C3.2 Reconsidering Our Choice of the Cost Function

In the first chapter, we saw how something like a mean square error or a quadratic distance function is an acceptable choice for the cost function. These generally are and do the job nicely in some cases, but there are quite better candidates available. E.g. the quadratic cost function becomes non-convex when used with the sigmoid activation function, which means there are multiple minima which can be a real issue for our gradient descent function. Also, it does not punish the the misclassifications as much as we would want to. The nail in the coffin comes with the amazing discovery that by having it replaced by something carefully chosen, we can get rid of another unrelated unwanted effect - the slow learning because of ${\sigma }^{\prime }(z^L)$. See below. And after that, if you want to look at a formal reasoning of settling on to the Cross Entropy cost function, check the supplemental section The Cross Entropy Cost Function^↕.

C3.3 Slow Learning Because of ${\sigma }^{\prime }(z^L)$, or $\partial \sigma /\partial z^L$

Summarily, we get very slow learning for weights connected to such nodes, i.e. for nodes whose output are close to 0 or 1. And, since in classification problems, the correct outputs are, in fact, close to 0 or 1, it means that we will have very slow learning for sure.

This problem is not simply solved by changing $\sigma$ for the choice of activation function - many other functions will cause the same effect. Instead we go about changing the $C$ function from quadratic to something else! Yes, counter-intuitive as it may seem, changing $C$ is not that a big deal (especially when we have other reasons as well, see C3.2 Reconsidering Our Choice of the Cost Function^↕), and there exist beautiful functions out there using which for $C$ simply cancels out the ${\sigma }^{\prime }(z)$ factor in eqn. $(3)$^↕! So, by changing $C$, we may be able to kill two birds with a stone. Let's see how.

If you want to be able to make sense of the new cost function I'm going to present below, you need to be familiar with the Information Theory and the corresponding Entropy equation. In any case, I'll highly recommend a reading of this once when you have time - Information Theory - Rationale Behind Using Logarithm for Entropy, and Other Explanations.

For the sake of avoiding clutter, I've placed the reasoning for settling on the function shown below in the supplemental section The Cross Entropy Cost Function^↕.

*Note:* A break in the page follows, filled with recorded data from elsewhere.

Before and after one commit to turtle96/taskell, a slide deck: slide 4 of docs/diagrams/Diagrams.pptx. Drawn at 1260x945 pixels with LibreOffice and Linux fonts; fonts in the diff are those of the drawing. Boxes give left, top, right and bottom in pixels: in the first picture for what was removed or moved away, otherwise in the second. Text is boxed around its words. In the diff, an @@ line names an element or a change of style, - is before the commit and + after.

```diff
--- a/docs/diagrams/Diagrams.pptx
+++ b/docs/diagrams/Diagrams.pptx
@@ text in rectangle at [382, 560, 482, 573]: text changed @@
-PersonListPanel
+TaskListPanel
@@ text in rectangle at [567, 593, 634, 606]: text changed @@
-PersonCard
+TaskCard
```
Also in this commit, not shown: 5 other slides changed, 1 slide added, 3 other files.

$$C(y,a)=-\frac{1}{n}\sum _x\left[y\ln (a)+(1-y)\ln (1-a)\right]$$

Ok, a little peek into this function shows that it is convex (has one minimum), and that it is good in punishing misclassifications, but what about the slowness of learning being caused by the very small values of ${\sigma }^{\prime }(z)$?

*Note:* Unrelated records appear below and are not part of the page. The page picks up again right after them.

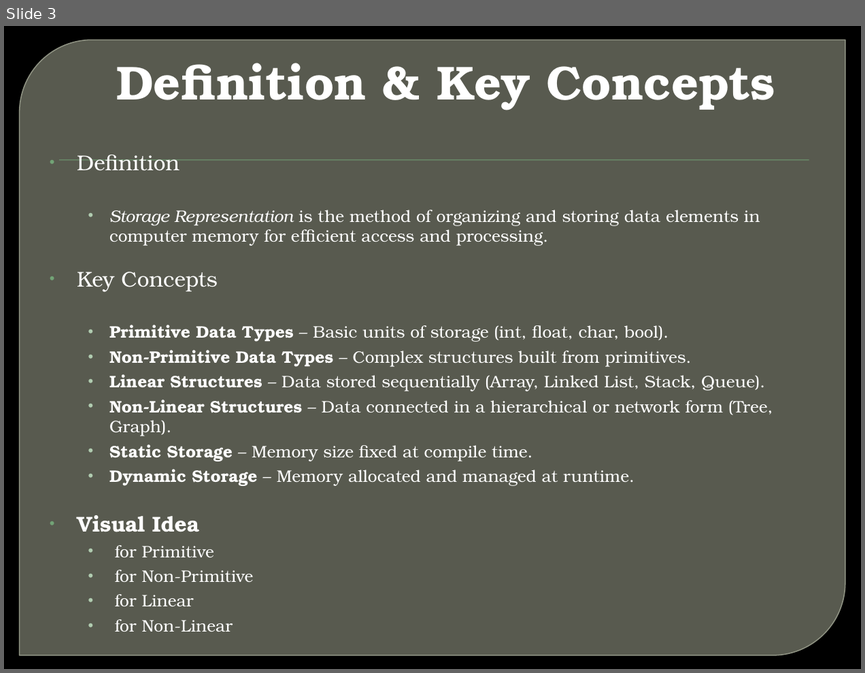
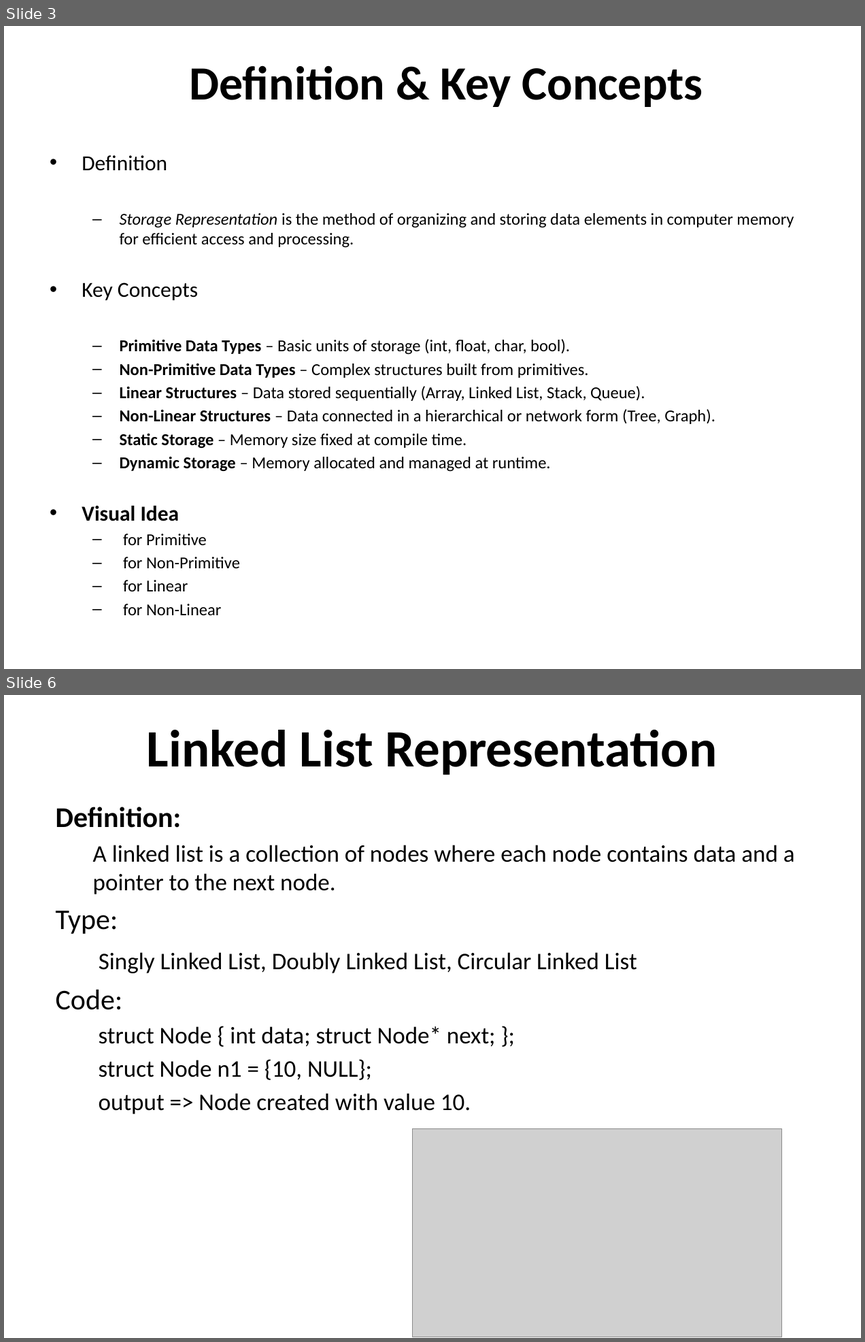
Before and after one commit to bhavyp2311/DBMS, a slide deck: DS/DS_PPT.pptx. Shown one above the other, each under a label of ours: slide 3 before the commit, slides 3 and 6 after it; the slides between them are not shown. The pictures are 865x673 and 865x1342 pixels, drawn with LibreOffice and Linux fonts; fonts in the diff are those of the drawing; grey boxes stand for pictures; background and template pictures are left out. Boxes give left, top, right and bottom in pixels: in the first picture for what was removed or moved away, otherwise in the second. Text is boxed around its words. In the diff, an @@ line names an element or a change of style, - is before the commit and + after.

```diff
--- a/DS/DS_PPT.pptx
+++ b/DS/DS_PPT.pptx
@@ slide 6 added at box(4, 695, 861, 1338), background #FFFFFF @@
@@ title added at box(147, 730, 717, 775), 44 pt, text #000000, bold @@
+Linked List Representation
@@ text added at box(56, 807, 795, 1114), 20 pt, text #000000 @@
+Definition:
+  A linked list is a collection of nodes where each node contains data and a pointer to the next node.
+Type:
+  Singly Linked List, Doubly Linked List, Circular Linked List
+Code:
+  struct Node { int data; struct Node* next; };
+  struct Node n1 = {10, NULL};
+  output => Node created with value 10.
@@ picture added at box(412, 1129, 781, 1337) @@
@@ slide 3 changed as well @@
@@ background picture (left out) to #FFFFFF @@
@@ round diag rect removed at box(20, 40, 845, 655) @@
@@ text "Definition & Key Concepts" at box(189, 65, 703, 107): font TeX Gyre Bonum to Calibri, text colour #FFFFFF to #000000 @@
@@ text "Definition" at box(82, 155, 793, 615): font TeX Gyre Bonum to Calibri, text colour #FFFFFF to #000000; indent changed; more space between paragraphs; bullet • to –; less space between paragraphs @@
@@ rectangle removed at box(59, 160, 808, 161) @@
```
Also in this commit, not shown: 4 other slides changed, 1 other slide added, 1 slide removed, 17 other files.

$$\begin{array}{rl}{\delta }^L& ={\mathrm{\nabla }}_{a}C\odot {\sigma }^{\prime }(z^L)\\ & =\frac{\partial }{\partial a}(-\frac{1}{n}\sum _x\left[y\ln (a)+(1-y)\ln (1-a)\right]).{\sigma }^{\prime }(z)& & \dots \text{omitting the L superscript}\\ & =-\frac{1}{n}\frac{\partial }{\partial \sigma }\sum _x\left[y\ln (\sigma )+(1-y)\ln (1-\sigma )\right].{\sigma }^{\prime }(z)& & \dots \text{using }a=\sigma =\sigma (z)\\ & =-\frac{1}{n}\sum _x\left[\frac{y}{\sigma }-\frac{(1-y)}{(1-\sigma )}\right].{\sigma }^{\prime }(z)& & \\ \text{(4)}& & =\frac{1}{n}\sum _x\frac{(\sigma -y)}{\sigma (1-\sigma )}.{\sigma }^{\prime }(z)& & \text{Now, }{\sigma }^{\prime }(z)& =\frac{\partial }{\partial z}\left(\frac{1}{1+e^{-z}}\right)& & \\ & =\frac{e^{-z}}{(1+e^{-z}{)}^2}=\sigma .\frac{e^{-z}}{(1+e^{-z})}=\sigma .\frac{1+e^{-z}-1}{(1+e^{-z})}& & \\ & =\sigma .(1-\sigma )& & \\ & \text{Substituting this value of }{\sigma }^{\prime }(z)\text{ in eqn. }(4)\text{ above:}\\ {\delta }^L& =\frac{1}{n}\sum _x\frac{(\sigma -y)}{\sigma (1-\sigma )}.{\sigma }^{\prime }(z)& & \\ & =\frac{1}{n}\sum _x\frac{(\sigma -y)}{\cancel{\sigma (1-\sigma )}}.\cancel{\sigma (1-\sigma )}& & \\ & =\frac{1}{n}\sum _x(\sigma (z)-y)\end{array}$$

This is magic! The error term ($\delta$) now depends only on $\sigma (z)-y=a-y$. $a-y$ is nothing else but the error in the output, and so, ($\delta$), and hence $\frac{\partial C}{\partial w}$ is free of ${\sigma }^{\prime }(z)$, and of the curse of it being small for extreme values of $\sigma$. Our learning doesn't need to slowdown.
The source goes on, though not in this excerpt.